Word on the street after the Berlinale was that French director Erick Zonca's English language debut, Julia, was either an homage to the films of John Cassavetes (to those who liked it) or a pitiful tinkering with Cassavetes's style (to those who hated it, and sometimes quite viscerally). Maybe it's just because I was looking for it too hard, but I frankly didn't see it, unless having a female protagonist is all it takes to compare a film to Cassavetes, in which case we're in worse shape than I thought.

(Actually, people were trying to compare the film to Cassavetes's Gloria, which I have not seen, not the director's whole career, but then dammit, they should have phrased it that way).

So, leaving out the Cassavetes connection, here's how I found Julia: a film with a magnificent opening 45 minutes or so, that turns into an agreeable but derivative botched-kidnapping for another 45 minutes, before finally turning into a sloggy trip to Mexico that serves very little obvious purpose other than spackling some extra running time onto a film that ends up feeling overlong at some two and a quarter hours. At all points, the plot is significantly less interesting than Julia Harris, the woman at its center, and this is primarily because of Tilda Swinton, one of the best actresses currently working in the cinema.

Even the briefest scan of Swinton's two-decade career makes it quite obvious that she's not the kind of performer who has a "type", but even given that observation, Julia doesn't feel like a Swinton character. Loud-mouthed, alcoholic, a trashy dresser, given to waking up in men's beds with no particular recollection of how she got there, Julia could easily have turned into an ugly caricature, and Swinton doesn't always avoid that trap, particularly in the earliest scenes showcasing Julia's booziest excesses. But even though she is playing a woman who basically lacks dignity, the actress never seems to betray knowledge of that fact. Julia herself doesn't realise that she lacks dignity, and Swinton does a more than credible job fleshing out the character's ill-placed self-assurance without asking for laughs or pity. It's just who Julia is, and it's commendable that Swinton is comfortable letting that be the end of it. It's also worth at least mentioning that the actress is willing to let herself be so deglamorized as she is in this role, full of sweat and dirt and flab and awful makeup, but Swinton hasn't ever been an actress to shy away from physically ugly roles, so it feels more like business as usual than bravery.

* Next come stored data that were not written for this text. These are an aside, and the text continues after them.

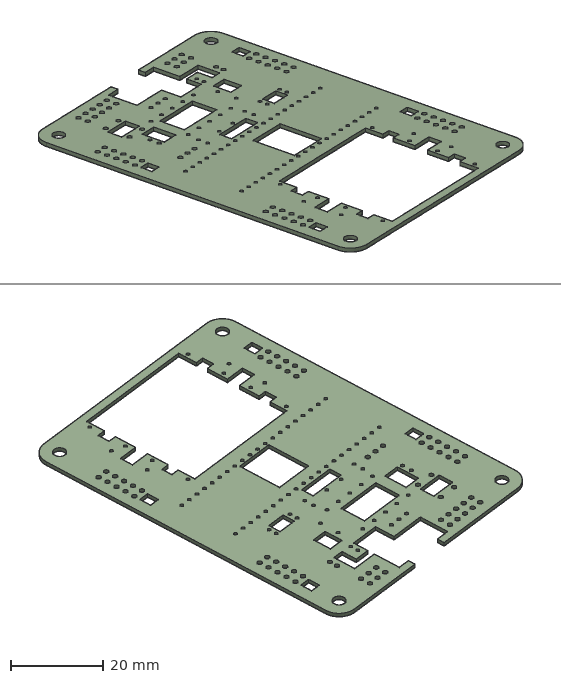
import cadquery as cq

BOARD_LENGTH = 88.27
BOARD_WIDTH = 63.5
BOARD_THICKNESS = 1.0
CORNER_RADIUS = 4.445
LEFT_EDGE = -BOARD_LENGTH / 2

MOUNT_DIAMETER = 3.0
HEADER_DIAMETER = 1.15
LARGE_LEAD_DIAMETER = 1.1
MEDIUM_DIAMETER = 0.9
SMALL_PIN_DIAMETER = 0.89
FINE_DIAMETER = 0.8

PITCH = 2.54
WIDE_SPACING = 4 * PITCH
SHORT_PAIR_SPACING = 2.0
MEDIUM_PAIR_SPACING = 2.5

EDGE_HEADER_XS = (-23.17, 22.58)
EDGE_HEADER_Y = 27.16
EDGE_HEADER_COLUMNS = 5
KEY_SLOT_OFFSET = 8.29
KEY_SLOT_Y = 27.27
KEY_SLOT_LENGTH = 3.05
KEY_SLOT_WIDTH = 2.58

UPPER_SIDE_HEADER = (-39.71, 15.9)
UPPER_SIDE_HEADER_ROWS = 3
LOWER_SIDE_HEADER = (-39.8, -13.33)
LOWER_SIDE_HEADER_ROWS = 5

LARGE_PIN_HEADER = (-12.38, -17.13)
SMALL_PIN_HEADER = (-31.43, -2.54)
SHORT_HEADER_ROWS = 3

LONG_SOCKET_CENTER = (-0.02, 0.08)
LONG_SOCKET_COLUMN_SPACING = 6 * PITCH
LONG_SOCKET_ROWS = 20

SHORT_SOCKET_CENTER = (-22.52, -2.55)
SHORT_SOCKET_ROWS = 5
SHORT_SOCKET_ROW_SPACING = 1.5 * PITCH

QUAD_CENTER = (-30.13, -16.51)
QUAD_SPACING_X = 6.5
QUAD_SPACING_Y = 4.5

LEFT_PAIR_X = -30.55
RIGHT_PAIR_X = -13.3
UPPER_PAIR_Y = 18.41
LOWER_PAIR_Y = 11.41
INNER_PAIR_X = -12.96
UPPER_INNER_PAIR_Y = 5.77
LOWER_INNER_PAIR_Y = -10.77
LOWER_PAIR = (-21.3, -17.17)
LONG_PAIR = (-21.85, 9.52)
LONG_PAIR_SPACING = 5.0
VERTICAL_PAIR = (-12.95, -2.55)
VERTICAL_PAIR_SPACING = 4.8

WINDOW_X = 26.7
WINDOW_LENGTH = 30.72
WINDOW_WIDTH = 30.84
NOTCH_DEPTH = 2.1
NOTCH_LENGTH = 3.1
RIGHT_NOTCH_X = 35.48
LEFT_NOTCH_START = 16.1
UPPER_LEFT_NOTCH_LENGTH = 2.8
DEEP_NOTCH_X = 26.5
DEEP_NOTCH_LENGTH = 3.4
DEEP_NOTCH_DEPTH = 5.03

NEAR_LEAD_XS = (17.45, 35.22)
NEAR_LEAD_Y = 16.5
FAR_LEAD_X = 26.32
FAR_LEAD_Y = 19.72

OPENINGS = [
    (-12.94, 14.99, 3.2, 4.75),
    (-24.33, 12.95, 4.78, 3.83),
    (1.07, 0.94, 11.3, 9.74),
    (-10.4, -1.37, 3.22, 9.38),
    (-22.78, -3.11, 6.63, 11.62),
    (-22.48, -14.03, 6.02, 4.13),
    (-30.14, -16.65, 3.8, 6.32),
]

MOUTH_TOP = 7.06
MOUTH_BOTTOM = -2.68
BAY_LEFT = -42.23
BAY_RIGHT = -29.25
BAY_TOP = 10.09
BAY_BOTTOM = -6.1
STEP_X = -34.49
STEP_Y = 2.71
HOOK_LEFT = -35.13
HOOK_INNER = -33.29
HOOK_TOP = 16.66
HOOK_UNDERSIDE = 13.97


def block(x, y, length, width):
    """Rectangular cutter through the board, centred on (x, y)."""
    return cq.Workplane("XY").center(x, y).rect(length, width).extrude(BOARD_THICKNESS)


def drill(board, center, columns, rows, column_spacing, row_spacing, diameter):
    """Drill a grid of through holes centred on the given point."""
    grid = cq.Workplane("XY").center(*center).rarray(column_spacing, row_spacing, columns, rows)
    return board.cut(grid.circle(diameter / 2).extrude(BOARD_THICKNESS))


def drill_row_pair(board, center, spacing, diameter):
    """Drill two holes side by side along X."""
    return drill(board, center, 2, 1, spacing, spacing, diameter)


def drill_pins(board, center, columns, rows):
    """Drill a header grid at the standard pitch."""
    return drill(board, center, columns, rows, PITCH, PITCH, HEADER_DIAMETER)


def make_blank():
    blank = block(0, 0, BOARD_LENGTH, BOARD_WIDTH)
    return blank.edges("|Z").fillet(CORNER_RADIUS)


def drill_mounts(board):
    """Mounting holes concentric with the rounded corners."""
    spacing_x = BOARD_LENGTH - 2 * CORNER_RADIUS
    spacing_y = BOARD_WIDTH - 2 * CORNER_RADIUS
    return drill(board, (0, 0), 2, 2, spacing_x, spacing_y, MOUNT_DIAMETER)


def cut_left_opening(board):
    outline = [
        (LEFT_EDGE, MOUTH_TOP),
        (BAY_LEFT, MOUTH_TOP),
        (BAY_LEFT, BAY_TOP),
        (HOOK_LEFT, BAY_TOP),
        (HOOK_LEFT, HOOK_TOP),
        (BAY_RIGHT, HOOK_TOP),
        (BAY_RIGHT, HOOK_UNDERSIDE),
        (HOOK_INNER, HOOK_UNDERSIDE),
        (HOOK_INNER, BAY_TOP),
        (BAY_RIGHT, BAY_TOP),
        (BAY_RIGHT, STEP_Y),
        (STEP_X, STEP_Y),
        (STEP_X, BAY_BOTTOM),
        (BAY_LEFT, BAY_BOTTOM),
        (BAY_LEFT, MOUTH_BOTTOM),
        (LEFT_EDGE, MOUTH_BOTTOM),
    ]
    return board.cut(cq.Workplane("XY").polyline(outline).close().extrude(BOARD_THICKNESS))


def cut_openings(board):
    for opening in OPENINGS:
        board = board.cut(block(*opening))
    return board


def cut_window(board):
    """Large window; each notch reaches from mid-window past the top or bottom edge."""
    board = board.cut(block(WINDOW_X, 0, WINDOW_LENGTH, WINDOW_WIDTH))
    for side, left_notch_length in ((1, UPPER_LEFT_NOTCH_LENGTH), (-1, NOTCH_LENGTH)):
        notches = [
            (LEFT_NOTCH_START + left_notch_length / 2, left_notch_length, NOTCH_DEPTH),
            (RIGHT_NOTCH_X, NOTCH_LENGTH, NOTCH_DEPTH),
            (DEEP_NOTCH_X, DEEP_NOTCH_LENGTH, DEEP_NOTCH_DEPTH),
        ]
        for x, length, depth in notches:
            reach = WINDOW_WIDTH / 2 + depth
            board = board.cut(block(x, side * reach / 2, length, reach))
    return board


def drill_window_leads(board):
    for x in NEAR_LEAD_XS:
        board = drill(board, (x, 0), 2, 2, WIDE_SPACING, 2 * NEAR_LEAD_Y, FINE_DIAMETER)
    return drill(board, (FAR_LEAD_X, 0), 2, 2, WIDE_SPACING, 2 * FAR_LEAD_Y, FINE_DIAMETER)


def add_edge_headers(board):
    for x in EDGE_HEADER_XS:
        for side in (1, -1):
            board = drill_pins(board, (x, side * EDGE_HEADER_Y), EDGE_HEADER_COLUMNS, 2)
            slot_x = x - side * KEY_SLOT_OFFSET
            board = board.cut(block(slot_x, side * KEY_SLOT_Y, KEY_SLOT_LENGTH, KEY_SLOT_WIDTH))
    return board


def drill_headers(board):
    board = drill_pins(board, UPPER_SIDE_HEADER, 2, UPPER_SIDE_HEADER_ROWS)
    board = drill_pins(board, LOWER_SIDE_HEADER, 2, LOWER_SIDE_HEADER_ROWS)
    board = drill_pins(board, LARGE_PIN_HEADER, 1, SHORT_HEADER_ROWS)
    return drill(board, SMALL_PIN_HEADER, 1, SHORT_HEADER_ROWS, PITCH, PITCH, SMALL_PIN_DIAMETER)


def drill_sockets(board):
    long_spacings = (LONG_SOCKET_COLUMN_SPACING, PITCH)
    short_spacings = (WIDE_SPACING, SHORT_SOCKET_ROW_SPACING)
    quad_spacings = (QUAD_SPACING_X, QUAD_SPACING_Y)
    board = drill(board, LONG_SOCKET_CENTER, 2, LONG_SOCKET_ROWS, *long_spacings, FINE_DIAMETER)
    board = drill(board, SHORT_SOCKET_CENTER, 2, SHORT_SOCKET_ROWS, *short_spacings, FINE_DIAMETER)
    return drill(board, QUAD_CENTER, 2, 2, *quad_spacings, LARGE_LEAD_DIAMETER)


def drill_lead_pairs(board):
    board = drill_row_pair(board, (LEFT_PAIR_X, UPPER_PAIR_Y), SHORT_PAIR_SPACING, LARGE_LEAD_DIAMETER)
    board = drill_row_pair(board, (LEFT_PAIR_X, LOWER_PAIR_Y), SHORT_PAIR_SPACING, FINE_DIAMETER)
    for y in (UPPER_PAIR_Y, LOWER_PAIR_Y):
        board = drill_row_pair(board, (RIGHT_PAIR_X, y), SHORT_PAIR_SPACING, FINE_DIAMETER)
    for y in (UPPER_INNER_PAIR_Y, LOWER_INNER_PAIR_Y):
        board = drill_row_pair(board, (INNER_PAIR_X, y), MEDIUM_PAIR_SPACING, FINE_DIAMETER)
    board = drill_row_pair(board, LOWER_PAIR, MEDIUM_PAIR_SPACING, MEDIUM_DIAMETER)
    board = drill_row_pair(board, LONG_PAIR, LONG_PAIR_SPACING, FINE_DIAMETER)
    return drill(board, VERTICAL_PAIR, 1, 2, VERTICAL_PAIR_SPACING, VERTICAL_PAIR_SPACING, FINE_DIAMETER)


board = make_blank()
board = drill_mounts(board)
board = cut_left_opening(board)
board = cut_openings(board)
board = cut_window(board)
board = drill_window_leads(board)
board = add_edge_headers(board)
board = drill_headers(board)
board = drill_sockets(board)
board = drill_lead_pairs(board)

result = board

Take out that wonderful central performance and what's left is a film of little distinction. The plot is unabashed color-by-numbers: Julia, faced with a life crumbling down around her, has the misfortune to believe her fellow AA member, Elena (Kate del Castillo), an obviously unstable woman who gets very excited when talking about her impending plot to kidnap her son, adopted by his wealthy paternal grandfather and kept from his mother, and now Elena wants Julia to help her with this scheme (the manner in which Elena is unambiguously presented as crazy is so over the top that I genuinely believed that she was making up the entire relationship, based on some newspaper clippings, and the only moment in the film that really surprised me is when it turns out that she is, indeed, the birth mother). At first seduced by Elena's promise of$20,000, Julia comes up with a better idea - why not kidnap Tom (Aidan Gould) herself, and hold him for ransom? Of course, movie kidnappings aren't ever that simple, for else they would not provide movie plots, and Julia's terrible mishandling of everything from the phone calls to the grandfather to the easily-penetrated safehouse eventually sends her scurrying to Mexico with the boy.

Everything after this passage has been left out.